I do use a bag and think that would help, I don't need to worry about the disc. And I had the same thought, maybe not bother recirculating at all. I usually brew this end of July, beginning of August so we're talking 90's in the garage here. With the door closed easily over 100F. I'd guess minimal temp loses during the mash given that fact. And since I'll be sparging with a batch this big I should still hit my OG, or close enough to call it good.

Another big difference is I'm not shooting for a 4-5 hour boil like Genus was so my volumes will be lower. And on 120 my boil off is low, further reducing the amount of volume needed. So sparging through the grain pipe should also be easy enough as I'll still only be targeting 6.3g pre-boil.

I'd like to do the whole 5.25 gallons, I usually split it in half and age them on something different. We'll see how it goes later this summer! :rock:
 
I totally agree. I'm planning to put a cheap rope hoist on the ceiling in the garage soon for this reason.

Why not use a false bottom and bag that fits the kettle? Allows some more space for your grain. I have done this successfully with smaller grain bills and it works fine. I use a ratcheting hoist to drain over the kettle and then move the bag over a cooler, pour sparge water over it, dunk it a few times, and drain.
 
Not arguing that wouldn't work as well. But I already paid for the grain pipe. And the Brew Bag that fits it. 99% of my recipes will work as is with no problem.

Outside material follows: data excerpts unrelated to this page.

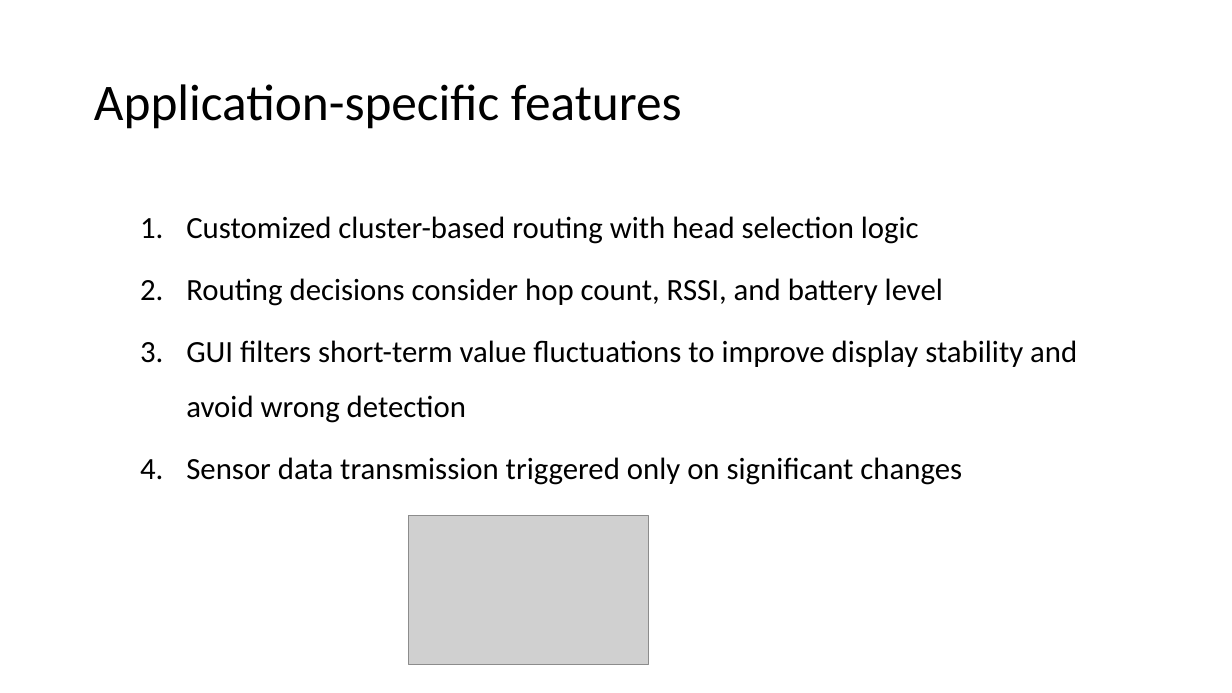
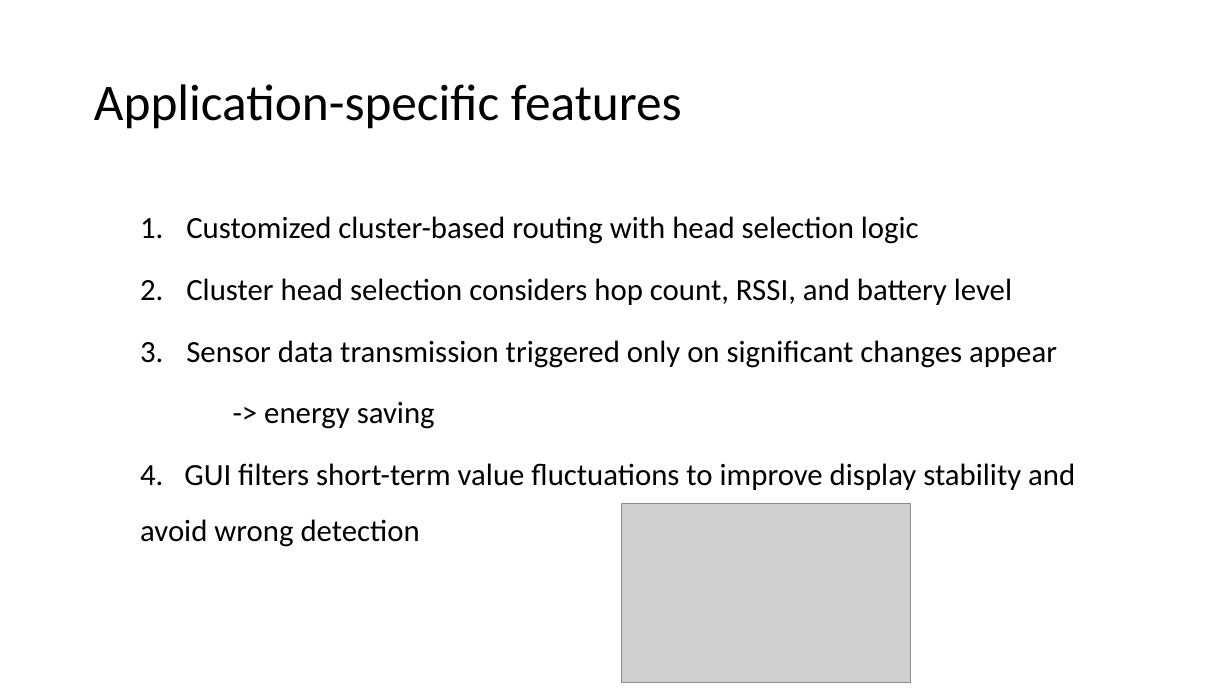
Before and after one commit to Codaxx/WSN_Lab_2025, a slide deck: slide 9 of wsnlab-ss25-final-group2.pptx. Drawn at 1232x693 pixels with LibreOffice and Linux fonts; fonts in the diff are those of the drawing; grey boxes stand for pictures; background and template pictures are left out. Boxes give left, top, right and bottom in pixels: in the first picture for what was removed or moved away, otherwise in the second. Text is boxed around its words. In the diff, an @@ line names an element or a change of style, - is before the commit and + after.

```diff
--- a/wsnlab-ss25-final-group2.pptx
+++ b/wsnlab-ss25-final-group2.pptx
@@ text at <box>140,278,1075,547</box>: text changed @@
-  2. Routing decisions consider hop count, RSSI, and battery level
-  3. GUI filters short-term value fluctuations to improve display stability and avoid wrong detection
-  4. Sensor data transmission triggered only on significant changes
+  2. Cluster head selection considers hop count, RSSI, and battery level
+  3. Sensor data transmission triggered only on significant changes appear
+  -> energy saving
+  4. GUI filters short-term value fluctuations to improve display stability and avoid wrong detection
@@ picture: place and size @@
-picture at <box>409,516,649,665</box>
+picture at <box>622,503,911,683</box>
```
Also in this commit, not shown: 4 other slides changed, 1 slide added, 1 slide removed.

I'm trying to avoid sparging, mostly because I'm lazy and the whole goal with the AF was simplicity. If I do need to sparge I'd much rather pour it through the grain pipe then move a bunch of stuff around and use an additional kettle or cooler.

Care to share the hoist you use? I'm seriously considering a cheap electric because I have other uses for it in the garage beyond brewing.
 
Not arguing that wouldn't work as well. But I already paid for the grain pipe. And the Brew Bag that fits it. 99% of my recipes will work as is with no problem.

I'm trying to avoid sparging, mostly because I'm lazy and the whole goal with the AF was simplicity. If I do need to sparge I'd much rather pour it through the grain pipe then move a bunch of stuff around and use an additional kettle or cooler.

Care to share the hoist you use? I'm seriously considering a cheap electric because I have other uses for it in the garage beyond brewing.
Yeah I see your reasoning. I bought the hoist with my bag that fits inside the pipe from brewinabag.com. Then of coarse I see brewers starting to use false bottoms and no pipe so I bought another bag since the pipe bag was just a wee bit too small. The full kettle bag is from Wisler biabbags.webs.com. It was more economical than The Brew Bag.
 
The full kettle bag is from Wisler biabbags.webs.com. It was more economical than The Brew Bag.

https://biabbags.webs.com/
Hopefully that link works. I have several of these, I love them. Less $ than the other big site, and while more than Amazon bags they are also better. For me it hits the sweet spot for price / quality. (I've got no affiliation with Wilser just really happy w/ the product).